DR. DALE RAGLE, A DALLAS family practice physician, doesn’t have any patients in Alabama, California or Michigan. So, when he saw calls to those states on his cellular phone bill- with a $3,500 balance-he was astonished. “I felt like was caught in the Twilight Zone,” says Ragle, who had just joined the growing ranks of phone fraud victims.
Phone doners use an electronic serial number cloning device that functions something like a radar detector. Sometimes working from a bridge or beside a busy freeway, they point the device at a cell phone or its antenna and absorb the phone’s serial number for implantation into another cell phone. According to Liz Dunn, external affairs manager of AT&T Wireless Services, phone-clone fraud costs $500 million per year nationwide. This new, but quickly growing scam carries a stiff penalty-up to 20 years in prison and a $200,000 fine.

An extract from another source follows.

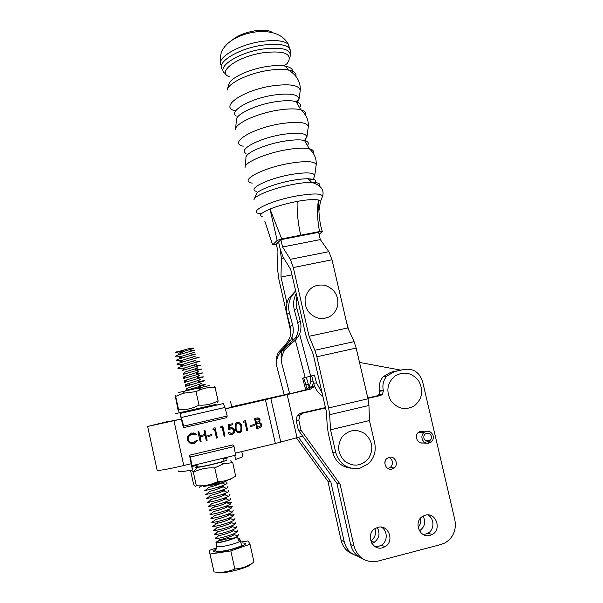 <?xml version="1.0" encoding="UTF-8"?>
<svg xmlns="http://www.w3.org/2000/svg" width="603" height="603" viewBox="0 0 603 603"><rect width="100%" height="100%" fill="white"/><g stroke="black" fill="none" stroke-linecap="round" stroke-linejoin="round"><path stroke-width="0.9" d="M286.96 303.158L281.006 277.079L291.973 274.855M281.006 277.079L281.345 258.499L280.214 249.137L278.563 241.939L280.214 249.137L283.033 257.021L290.744 269.488L305.533 334.009L307.477 340.296L313.183 354.165L326.381 411.691L327.278 426.66L328.281 433.225L332.63 452.197C335.366 461.634 341.411 466.963 350.765 468.177M280.892 239.67L282.566 246.989L320.321 239.595L318.633 232.343L280.892 239.67L276.295 244.155L277.923 251.3L277.659 269.85L278.767 278.865L290.85 331.854M320.321 239.595L328.846 251.67L332.004 259.772L347.871 327.911L354.067 341.66L356.169 348.067L367.996 398.779L368.946 405.48L369.451 420.54L374.697 443.069C376.272 451.119 374.214 457.971 368.523 463.617L360.029 468.192C347.901 469.88 339.806 464.657 335.75 452.521L332.63 452.197M282.566 246.989L290.322 259.328L293.299 267.544L309.083 336.301L347.871 327.911M309.083 336.301L314.864 350.268L316.877 356.757L328.635 407.937L329.66 414.683L330.534 429.788L369.451 420.54M330.534 429.788L335.75 452.521M429.517 440.785L430.459 442.572L431.22 442.044C433.233 440.167 433.821 437.861 432.977 435.125C430.738 431.039 427.715 430.158 423.917 432.487C421.987 434.364 421.437 436.64 422.266 439.316C423.472 442.074 425.507 443.393 428.356 443.265L428.115 441.253C426.215 441.336 424.859 440.454 424.052 438.615C423.502 436.821 423.871 435.306 425.168 434.054C427.7 432.509 429.705 433.105 431.198 435.818C431.756 437.642 431.371 439.172 430.037 440.424L425.62 440.627M426.615 443.182L421.015 442.919M430.459 442.572L428.258 442.474M341.991 437.092C348.949 429.494 356.742 428.477 365.358 434.032C372.699 441.306 373.777 449.439 368.591 458.431C361.694 466.096 353.886 467.159 345.18 461.619C337.778 454.27 336.708 446.092 341.991 437.092M390.789 400.611C385.814 390.948 387.254 382.701 395.108 375.865C404.176 370.966 412.068 372.684 418.784 381.028C423.751 390.593 422.349 398.817 414.57 405.698C405.518 410.703 397.596 409.007 390.789 400.611M228.454 85.159L229.344 82.913C232.848 76.747 250.275 68.983 266.714 66.534C272.842 65.591 278.171 65.335 282.701 65.757L285.475 66.157C291.128 67.348 293.465 69.556 292.493 72.782M255.906 195.086L256.561 193.465C259.448 189.515 276.498 183.206 292.297 180.41C298.598 179.279 303.889 178.729 308.178 178.759L313.281 179.302C315.964 180.071 316.402 181.367 314.6 183.199M320.321 202.111L320.434 201.417L318.369 199.985C314.359 199.111 307.289 199.585 297.151 201.41C286.847 203.399 277.795 205.94 269.993 209.037L281.699 238.901L277.154 240.401L272.646 244.863L276.423 244.705M262.622 216.929C258.355 215.61 260.813 212.98 269.993 209.037L277.154 240.401M232.155 40.145C237.454 35.615 245.255 32.472 255.551 30.7M256.705 30.542C264.453 29.668 269.707 30.354 272.466 32.6M319.093 234.311L322.304 231.627L319.582 231.552L281.699 238.901M319.582 231.552C317.434 221.263 317.035 210.741 318.369 199.985L318.912 211.058C319.296 218.987 320.419 225.741 322.266 231.318M264.89 221.361L272.646 244.863M196.013 391.618L183.32 393.224L175.677 396.405L175.111 395.214L178.028 409.874L178.616 411.186L178.752 409.746C185.754 410.1 192.463 408.578 198.877 405.193L199.148 405.133C205.909 405.51 212.211 404.055 218.06 400.776L215.09 387.48C209.919 387.096 204.884 387.88 199.992 389.84L196.013 391.618L199.028 405.208M182.95 412.12L214.231 404.975M209.874 385.445L178.631 392.5M201.462 387.201L198.259 387.902M175.669 396.352L178.631 409.821M214.171 386.38L215.181 387.405M218.173 400.791L217.713 402.261M202.156 387.654L198.862 388.581M324.663 285.234C334.243 288.543 338.615 295.266 337.786 305.412C334.899 315.12 328.424 319.394 318.384 318.241C308.713 314.939 304.319 308.178 305.193 297.957C308.171 288.242 314.66 284.005 324.663 285.234M421.497 432.449L419.922 431.447M426.592 440.672L426.834 440.296M424.761 431.884L420.668 431.213L418.369 432.396C413.779 435.984 417.841 444.517 423.374 442.881M388.068 468.599L390.39 467.468C393.548 463.647 393.141 460.262 389.176 457.308M391.958 469.089L394.174 467.981C398.99 464.393 394.942 455.604 389.252 457.285L386.907 458.506C382.242 462.169 386.335 470.777 391.958 469.089M422.854 534.318L425.756 534.054L427.964 533.158C434.733 529.698 434.544 518.211 427.7 514.917M429.984 535.396L432.223 534.484C442.157 529.457 435.879 511.947 425.319 515.203L422.665 516.349C413.153 521.701 419.65 538.652 429.984 535.396M374.772 546.401L378.827 546.265L381.375 545.18C387.865 541.569 387.819 530.632 381.33 527.128M382.498 547.773L385.083 546.672C394.912 541.298 388.468 524.075 377.87 527.354L374.81 528.741C365.493 534.469 372.172 551.036 382.498 547.773M325.53 407.99L303.256 413.055L299.872 415.271L298.817 420.306L301.025 430.233L340.054 484.066L336.911 483.35L350.622 544.539C352.431 551.632 356.584 556.471 363.074 559.049M340.054 484.066L353.953 546.039C357.873 557.963 365.727 563.029 377.523 561.212L441.095 544.471L444.916 542.979C453.252 537.786 456.569 530.105 454.858 519.929L422.567 381.488C419.53 372.368 413.47 368.335 404.394 369.383L394.49 371.584L386.84 376.084C383.387 380.169 382.212 384.925 383.297 390.367L383.387 390.759L379.769 391.204L379.686 390.819C378.609 385.445 379.777 380.742 383.191 376.702L390.752 372.262L404.394 369.383M367.898 398.364L380.576 395.485L382.445 394.4L383.387 390.759M380.576 395.485L376.988 395.87L378.842 394.799L379.769 391.204M376.988 395.87L367.8 397.957M325.439 407.575L300.58 413.221L297.234 415.414L296.194 420.389L298.364 430.195L336.911 483.35M301.025 430.233L298.364 430.195M296.307 437.703L327.926 481.3L330.851 481.97L344.192 541.645C346.212 549.31 350.848 554.21 358.092 556.335M327.926 481.3L341.094 540.258C342.828 547.064 346.808 551.715 353.034 554.217M421.806 431.07L422.13 432.457M371.855 543.311L374.237 542.285C379.332 538.283 380.327 533.369 377.237 527.535M370.77 540.914L370.792 540.899C374.998 537.868 376.385 533.783 374.953 528.65M419.402 530.776L419.771 530.587C424.881 526.811 425.982 521.979 423.08 516.1M418.143 527.482C420.397 524.829 421.165 521.761 420.457 518.263M384.895 463.895L385.166 461.137M298.364 437.183L330.851 481.97M250.652 426.479L250.426 425.454L254.187 424.572L254.421 425.597L250.652 426.479L254.421 425.597M239.64 432.871C237.009 432.781 235.517 431.281 235.162 428.371L235.358 423.758L237.273 422.326C239.926 422.401 241.449 423.894 241.848 426.803L241.569 431.439L238.811 432.946M220.577 427.587L220.932 426.419L222.763 425.989L225.009 436.059L224.12 436.263L222.1 427.226L220.577 427.587M208.073 436.512L207.839 435.472L211.676 434.575L211.902 435.607L208.073 436.512L211.902 435.607M191.505 433.029L196.352 434.122L195.696 434.914L191.679 434.085L188.43 436.7L188.181 439.429C189.063 442.059 190.88 443.137 193.631 442.647L196.842 440.115L197.769 440.529L193.872 443.687L189.334 442.888L187.262 439.572L187.548 436.263L191.505 433.029M167.687 421.527L147.645 426.472L180.289 419.296M231.982 407.04L225.334 408.909L265.403 399.676L275.36 443.507L302.683 436.142M157.119 470.159L147.645 426.472L159.539 423.728L147.645 426.472L157.157 470.332C159.72 470.672 168.591 469.074 183.772 465.531L191.159 463.752M235.253 453.155L275.36 443.507M200.234 441.909L197.995 431.786L198.892 431.575L199.812 435.728L204.937 434.522L204.018 430.376L204.914 430.165L207.153 440.273L206.256 440.484L205.163 435.554L200.038 436.76L201.131 441.697L200.234 441.909M212.934 429.374L213.289 428.205L215.128 427.776L217.374 437.861L216.477 438.072L214.464 429.019L212.934 429.374L214.464 429.019M228.597 424.625L232.645 423.675L232.879 424.708L229.517 425.492L229.577 428.258L230.693 427.791C232.69 427.512 233.972 428.364 234.537 430.346L234.152 433.097L231.891 434.703C230.142 434.967 228.921 434.258 228.236 432.577L229.125 432.366L231.71 433.655L233.384 432.404L233.647 430.519C233.18 429.117 232.223 428.56 230.768 428.861L228.703 429.886L228.597 424.625M243.348 422.251L243.695 421.09L245.511 420.668L247.765 430.678L246.883 430.889L244.856 421.896L243.348 422.251L244.856 421.896M256.803 428.545L254.549 418.55L256.448 418.105C258.235 417.57 259.456 418.158 260.112 419.854L259.463 422.243L261.921 424.346L261.529 426.562L259.448 427.919L256.803 428.545L259.448 427.919M231.514 407.319L278.88 396.254M167.717 421.678L159.539 423.728L170.792 421.309M314.668 386.372L310.379 389.139L265.403 399.676M287.141 394.49L296.993 437.507M400.52 370.084L359.516 362.418M310.651 376.121L310.711 381.458L309.301 387.209L312.007 386.719L307.658 389.598L294.739 392.576L307.658 389.598L312.007 386.719L313.485 382.724L312.007 386.719L314.615 386.252M193.224 432.864L196.352 434.122M196.307 434.122L195.666 434.891M193.194 433.949L191.679 434.085M191.633 434.077L188.385 436.693L188.181 439.429M188.136 439.421C189.018 442.052 190.834 443.13 193.586 442.64M196.842 440.122L197.769 440.529M197.716 440.522L193.872 443.687M193.827 443.68L191.445 443.8M198.847 431.582L199.812 435.728M204.869 430.173L207.153 440.273M207.1 440.265L206.256 440.469M200.038 436.76L205.163 435.554M199.992 436.76L201.131 441.697M201.085 441.69L200.226 441.893M211.623 434.582L211.849 435.607M215.075 427.791L217.374 437.861M217.314 437.853L216.477 438.057M222.703 426.004L225.009 436.059M224.949 436.052L224.112 436.248M220.577 427.572L222.1 427.226M232.585 423.69L232.879 424.708M232.811 424.708L229.517 425.492M229.457 425.492L229.577 428.258M231.484 427.693L234.537 430.346M234.477 430.346L234.092 433.097L231.891 434.703M231.831 434.695L230.941 434.786M229.072 432.381L231.65 433.655M231.514 428.771L230.768 428.861M230.708 428.861L228.703 429.849M237.838 422.243C240.137 422.733 241.456 424.256 241.788 426.803L241.848 426.803M241.788 426.803L241.501 431.431L239.572 432.871M237.914 423.291L236.082 424.422L235.984 428.16C236.172 430.158 237.145 431.401 238.894 431.884M237.529 423.344L236.142 424.414L236.044 428.16C236.27 430.444 237.401 431.673 239.436 431.831L240.785 430.821L240.966 427.007C240.695 424.746 239.549 423.525 237.529 423.344L237.469 423.344M245.444 420.683L247.765 430.678M247.697 430.678L246.876 430.874M254.119 424.587L254.353 425.597M257.526 417.939L260.112 419.854M260.036 419.854L259.463 422.243M259.388 422.243L261.921 424.346M261.845 424.354L261.453 426.562L259.373 427.919M259.041 423.148L256.539 423.6L257.375 427.308L260.79 425.891L261.046 424.557L259.041 423.148L256.607 423.592L257.451 427.308M257.602 418.979L255.582 419.371L256.305 422.575L259.019 421.339L259.237 420.072L256.84 419.093L255.657 419.371L256.381 422.575M231.718 406.776L289.636 393.593M231.748 406.927L258.845 401.018M258.77 400.701L278.872 396.216M309.301 387.209L305.005 390.051L301.651 390.827M226.351 459.938C227.075 460.187 225.175 460.971 220.645 462.297C211.872 464.717 204.198 466.413 197.626 467.378L195.221 467.468L197.415 466.255M214.743 467.845L214.608 467.92C207.153 467.483 200.121 468.9 193.503 472.179L191.701 470.272L190.691 471.101L193.616 484.435L195.266 486.47L196.488 485.747C203.844 486.252 210.892 484.865 217.638 481.593L217.909 481.526C224.278 481.563 230.188 479.762 235.622 476.121L232.735 462.599L223.555 463.82L214.743 467.845L217.796 481.609M199.601 487.367C199.156 487.103 200.038 486.561 202.231 485.739M228.869 479.634L230.753 479.687M220.623 481.413C213.258 483.945 208.321 485.362 205.827 485.671M227.399 480.327L225.107 481.827C218.294 483.99 212.218 485.347 206.874 485.912M226.351 480.448L227.301 480.425M193.344 472.164L196.352 485.822M230.625 460.843L232.675 462.584M291.558 343.295L295.364 340.265L305.156 377.546L302.653 378.187L305.698 389.794L289.704 393.857L281.774 363.466C281.066 358.86 282.083 354.33 284.842 349.876L291.558 343.295L288.731 344.456L295.334 338.034L296.985 335.057C298.523 331.017 298.756 326.879 297.686 322.643L300.294 321.339C301.387 325.628 301.153 329.818 299.593 333.904L298.123 336.828L295.364 340.265M305.156 377.546L314.457 375.126L316.477 382.807L322.1 393.02M346.228 320.849L348.459 329.215M296.962 296.601C295.907 300.558 295.9 304.545 296.94 308.578L300.294 321.339M296.254 293.533C293.555 298.719 292.93 304.221 294.37 310.04L297.686 322.643M311.683 375.85L313.65 383.35C315.196 388.927 318.294 393.367 322.937 396.676M281.774 363.466C280.885 358.936 280.908 354.911 281.835 351.398L288.731 344.456M295.696 291.098L291.287 296.706C288.633 301.779 288.008 307.161 289.41 312.851L292.643 325.153C293.691 329.291 293.457 333.331 291.95 337.273L290.804 339.979L280.697 351.843C277.38 356.252 275.986 360.7 276.491 365.199C275.722 360.737 276.317 356.494 278.292 352.454L286.033 344.177L289.53 338.343C291.023 334.446 291.249 330.459 290.216 326.366L287.028 314.208C285.641 308.585 286.259 303.264 288.882 298.251L295.643 290.85M276.491 365.199L284.194 394.761L289.606 393.488M303.739 377.908L307.161 389.176M306.324 377.244L309.196 387.352M291.95 337.273L292.937 341.012M280.697 351.843L281.3 354.157M223.932 460.488L224.007 460.805C222.341 462.23 198.538 467.717 197.558 466.903L197.52 466.714M190.118 464.001L191.166 463.828L189.515 455.227L190.503 457.006L192.47 469.941C181.661 471.878 177.003 472.217 178.496 470.943M192.169 465.659L235.622 455.19L234.047 446.597L232.788 444.901L189.515 455.227M234.047 446.597L190.503 457.006M234.74 455.408L235.652 459.501L242.919 456.72L241.765 451.587M227.542 457.142L228.047 457.813L223.675 458.86M191.128 463.813L192.47 469.941M216.123 404.349L175.209 413.726M179.996 412.995L183.711 426.11L227.21 416.017L226.698 417.645L183.455 427.693L181.33 419.07L167.732 421.731M215.934 404.764L215.904 405.276M227.21 416.017L224.949 407.455L223.102 403.121M183.711 426.11L183.455 427.693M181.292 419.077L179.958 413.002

To avoid paying for someone else’s long distance fun, remove the handset and antenna from your car when you are not using your phone, never give your electronic serial number to anyone, don’t leave the phone in an unsafe place (such as the glove compartment of your car), and never let anyone use your phone unless you are present. If your phone is lost or stolen, call the police or your carrier immediately. Remember, phone companies offer limitations on accounts and restrictions on international and long-distance calls, and most of them operate 24-hour hotlines, so they can be informed immediately if there’s a problem-perhaps before that first call to Johannes-burg.